# body hair



## enngirl5 (Aug 10, 2004)

I'm still concerned about the body hair post. Now why is it, that women have to trim their pubic hair, but men don't have to trim theirs? I wish all the men here would shave there just once so they can walk around for a week and know the torture that is razor burn. I challenge you men to try it, I promise it will grow back. It can even be kinda sexy.


----------



## lone wolf (Aug 10, 2004)

I don't think women have to do that, it is up to women whether to shave one's pubes or not. Indeed if a man insists that his girlfriend should shave her privates and doesn't give up - in that case I think it is time to put that boyfriend to a recycle bin and find a new one.

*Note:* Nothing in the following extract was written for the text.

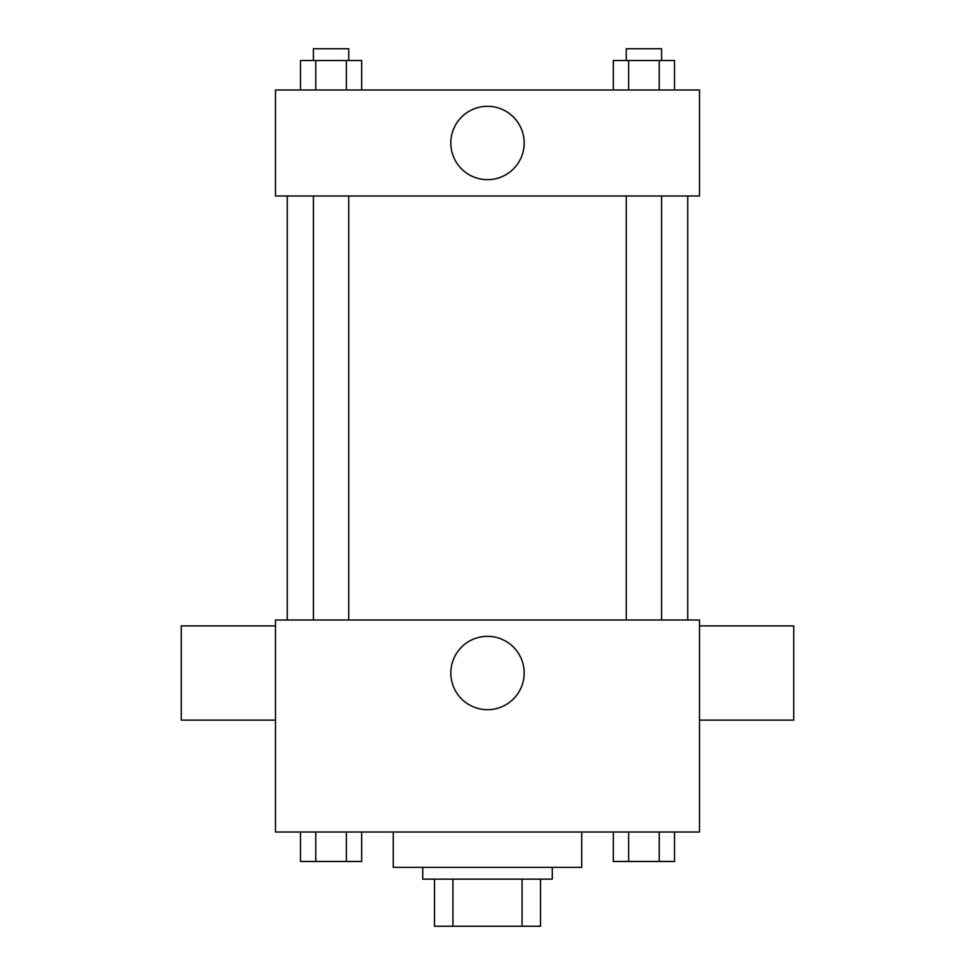 <?xml version="1.0" encoding="UTF-8"?>
<svg xmlns="http://www.w3.org/2000/svg" width="975" height="975" viewBox="0 0 975 975"><rect width="100%" height="100%" fill="white"/><g stroke="black" fill="none" stroke-linecap="round" stroke-linejoin="round"><path stroke-width="1.46" d="M522.064 879.133L522.064 926.25L434.497 926.25L434.497 879.133M522.064 926.25L540.503 926.25L540.503 879.133L540.503 926.25M552.277 867.36L552.277 879.133L422.723 879.133L422.723 867.36M452.936 879.133L452.936 926.25M393.266 832.016L393.266 867.36L581.734 867.36L581.734 832.016M699.514 832.016L275.486 832.016L275.486 620.003L699.514 620.003L699.514 832.016M524.172 673.006A36.672 36.672 0 0 1 469.158 704.767A36.672 36.672 0 0 1 469.158 641.257A36.672 36.672 0 0 1 524.172 673.006M699.514 720.123L793.747 720.123L793.747 625.901L699.514 625.901M275.486 625.901L181.252 625.901L181.252 720.123L275.486 720.123M687.741 195.987L687.741 620.003M626.255 620.003L626.255 195.987M348.745 195.987L348.745 620.003M699.514 195.987L275.486 195.987L275.486 89.98L699.514 89.98L699.514 195.987M524.172 142.984A36.672 36.672 0 0 1 469.158 174.744A36.672 36.672 0 0 1 469.158 111.223A36.672 36.672 0 0 1 524.172 142.984M674.517 89.98L674.517 60.523L613.312 60.523L613.312 89.98M659.222 60.523L659.222 89.98M628.619 60.523L628.619 89.98M626.255 60.523L626.255 48.75L661.586 48.75L661.586 60.523M361.688 89.98L361.688 60.523L300.483 60.523L300.483 89.98M346.381 60.523L346.381 89.98M315.778 60.523L315.778 89.98M313.414 60.523L313.414 48.75L348.745 48.75L348.745 60.523M674.517 832.016L674.517 861.473L613.312 861.473L613.312 832.016M659.222 832.016L659.222 861.473M628.619 832.016L628.619 861.473M661.586 861.473L626.255 861.473M361.688 832.016L361.688 861.473L300.483 861.473L300.483 832.016M346.381 832.016L346.381 861.473M315.778 832.016L315.778 861.473M348.745 861.473L313.414 861.473M287.259 195.987L287.259 620.003M661.586 620.003L661.586 195.987M313.414 195.987L313.414 620.003"/></g></svg>

And the same can be said about shaving one's legs.


----------



## Axel19 (Aug 11, 2004)

It's just a social convention I guess. 
Although I would agree that there shouldn't be double standards in a relationship. If your boyfriend's a smelly fat slob with bad personal hygiene, than for him to expect you to groom your pubic hair is clearly unacceptable. 
Generally though I think that both sexs should groom their pubic hair, but it's not really that important.


----------



## Guest (Jan 14, 2005)

(just lying in wait for Dreamer to get involved with this thread. At which point I will pounce  )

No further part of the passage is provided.